BEGIN INPUT MATERIAL
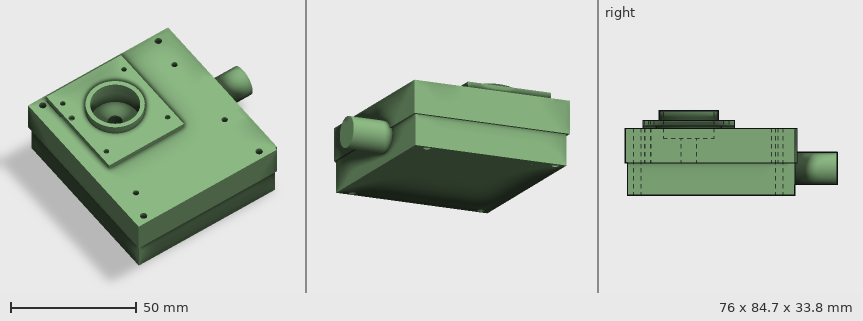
import cadquery as cq


TOP_LENGTH_X = 76.0
TOP_LENGTH_Y = 68.6
HOUSING_HEIGHT = 26.8
RAIL_HEIGHT = 13.0
RAIL_WIDTH = 5.0
OVERHANG_X = 1.2
OVERHANG_Y = 0.9

TUBE_DIAMETER = 13.0
TUBE_CENTER_X = 29.1
TUBE_CENTER_Z = 10.8
TOTAL_LENGTH_Y = 84.7

AXIS_X = 24.2
AXIS_Y = 25.4
BORE_DIAMETER = 20.0
BORE_FLOOR_Z = 22.8
FLOOR_HOLE_DIAMETER = 6.0

MOUNT_HOLE_DIAMETER = 3.0
MOUNT_INSET_X = 3.4
MOUNT_FRONT_Y = 4.8
MOUNT_BACK_Y = 61.4
SCREW_HOLE_DIAMETER = 2.5
ACCESS_SCREW = (17.4, 9.0)
OPEN_SCREWS = [(16.95, 59.65), (51.4, 59.65), (61.3, 9.15)]

FLANGE_LENGTH_X = 43.1
FLANGE_LENGTH_Y = 36.6
FLANGE_TOP_Z = 29.9
FLANGE_GAP = 0.9
FOOT_WIDTH = 9.75
SEAT_DIAMETER = 26.1
RING_DIAMETER = 23.6
TOTAL_HEIGHT = 33.8
FLANGE_HOLE_DIAMETER = 2.3
FLANGE_HOLE_PITCH = 30.0

BASE_LEFT_X = OVERHANG_X
BASE_RIGHT_X = TOP_LENGTH_X - OVERHANG_X
BASE_FRONT_Y = OVERHANG_Y
BASE_BACK_Y = TOP_LENGTH_Y - OVERHANG_Y
FLANGE_LEFT_X = AXIS_X - FLANGE_LENGTH_X / 2
FLANGE_RIGHT_X = AXIS_X + FLANGE_LENGTH_X / 2
FLANGE_FRONT_Y = AXIS_Y - FLANGE_LENGTH_Y / 2
FLANGE_BACK_Y = AXIS_Y + FLANGE_LENGTH_Y / 2
FLANGE_UNDERSIDE_Z = HOUSING_HEIGHT + FLANGE_GAP


def block(x_min, x_max, y_min, y_max, z_min, z_max):
    """A box between two opposite corners."""
    size = (x_max - x_min, y_max - y_min, z_max - z_min)
    return cq.Workplane("XY").box(*size, centered=False).translate((x_min, y_min, z_min))


def upright_cylinders(points, diameter, z_min, z_max):
    """Equal cylinders along Z, one at each (x, y) point."""
    plane = cq.Workplane("XY").workplane(offset=z_min)
    return plane.pushPoints(points).circle(diameter / 2).extrude(z_max - z_min)


def make_tube():
    """Round connector tube, from the back of the base outward."""
    back_plane = cq.Workplane("XZ", origin=(TUBE_CENTER_X, BASE_BACK_Y, TUBE_CENTER_Z))
    return back_plane.circle(TUBE_DIAMETER / 2).extrude(BASE_BACK_Y - TOTAL_LENGTH_Y)


def make_housing():
    """Thick top with two side rails, the tube, the bore and the screw holes."""
    housing = block(0, TOP_LENGTH_X, 0, TOP_LENGTH_Y, RAIL_HEIGHT, HOUSING_HEIGHT)

    housing = housing.cut(
        block(BASE_RIGHT_X, TOP_LENGTH_X, BASE_BACK_Y, TOP_LENGTH_Y, RAIL_HEIGHT, HOUSING_HEIGHT)
    )

    for rail_left_x in (BASE_LEFT_X, BASE_RIGHT_X - RAIL_WIDTH):
        rail_right_x = rail_left_x + RAIL_WIDTH
        housing = housing.union(
            block(rail_left_x, rail_right_x, BASE_FRONT_Y, BASE_BACK_Y, 0, RAIL_HEIGHT)
        )

    housing = housing.union(make_tube())

    axis = [(AXIS_X, AXIS_Y)]
    housing = housing.cut(upright_cylinders(axis, BORE_DIAMETER, BORE_FLOOR_Z, HOUSING_HEIGHT))
    housing = housing.cut(upright_cylinders(axis, FLOOR_HOLE_DIAMETER, RAIL_HEIGHT, BORE_FLOOR_Z))

    mount_points = [
        (x, y)
        for x in (MOUNT_INSET_X, TOP_LENGTH_X - MOUNT_INSET_X)
        for y in (MOUNT_FRONT_Y, MOUNT_BACK_Y)
    ]
    housing = housing.cut(upright_cylinders(mount_points, MOUNT_HOLE_DIAMETER, 0, HOUSING_HEIGHT))

    screw_points = [ACCESS_SCREW, *OPEN_SCREWS]
    return housing.cut(
        upright_cylinders(screw_points, SCREW_HOLE_DIAMETER, RAIL_HEIGHT, HOUSING_HEIGHT)
    )


def make_base():
    """Plain block that fills the space between the two rails."""
    return block(
        BASE_LEFT_X + RAIL_WIDTH, BASE_RIGHT_X - RAIL_WIDTH, BASE_FRONT_Y, BASE_BACK_Y, 0, RAIL_HEIGHT
    )


def make_flange():
    """Plate with a ring on top, carried by a round seat and a foot along its left side."""
    flange = block(
        FLANGE_LEFT_X, FLANGE_RIGHT_X, FLANGE_FRONT_Y, FLANGE_BACK_Y, FLANGE_UNDERSIDE_Z, FLANGE_TOP_Z
    )
    foot = block(
        FLANGE_LEFT_X,
        FLANGE_LEFT_X + FOOT_WIDTH,
        FLANGE_FRONT_Y,
        FLANGE_BACK_Y,
        HOUSING_HEIGHT,
        FLANGE_UNDERSIDE_Z,
    )
    axis = [(AXIS_X, AXIS_Y)]
    seat = upright_cylinders(axis, SEAT_DIAMETER, HOUSING_HEIGHT, FLANGE_UNDERSIDE_Z)
    ring = upright_cylinders(axis, RING_DIAMETER, FLANGE_TOP_Z, TOTAL_HEIGHT)
    flange = flange.union(foot).union(seat).union(ring)

    flange = flange.cut(upright_cylinders(axis, BORE_DIAMETER, HOUSING_HEIGHT, TOTAL_HEIGHT))

    half_pitch = FLANGE_HOLE_PITCH / 2
    corner_points = [
        (AXIS_X + side_x * half_pitch, AXIS_Y + side_y * half_pitch)
        for side_x in (-1, 1)
        for side_y in (-1, 1)
    ]
    flange = flange.cut(
        upright_cylinders(corner_points, FLANGE_HOLE_DIAMETER, HOUSING_HEIGHT, FLANGE_TOP_Z)
    )

    return flange.cut(
        upright_cylinders([ACCESS_SCREW], SCREW_HOLE_DIAMETER, HOUSING_HEIGHT, FLANGE_TOP_Z)
    )


housing = make_housing()
base = make_base()
flange = make_flange()

result = cq.Compound.makeCompound([housing.val(), base.val(), flange.val()])
END INPUT MATERIAL
WORK TO BE COMPLETED: Within the material above, show every line that includes "union".

TASK RESULT:
        housing = housing.union(
    housing = housing.union(make_tube())
    flange = flange.union(foot).union(seat).union(ring)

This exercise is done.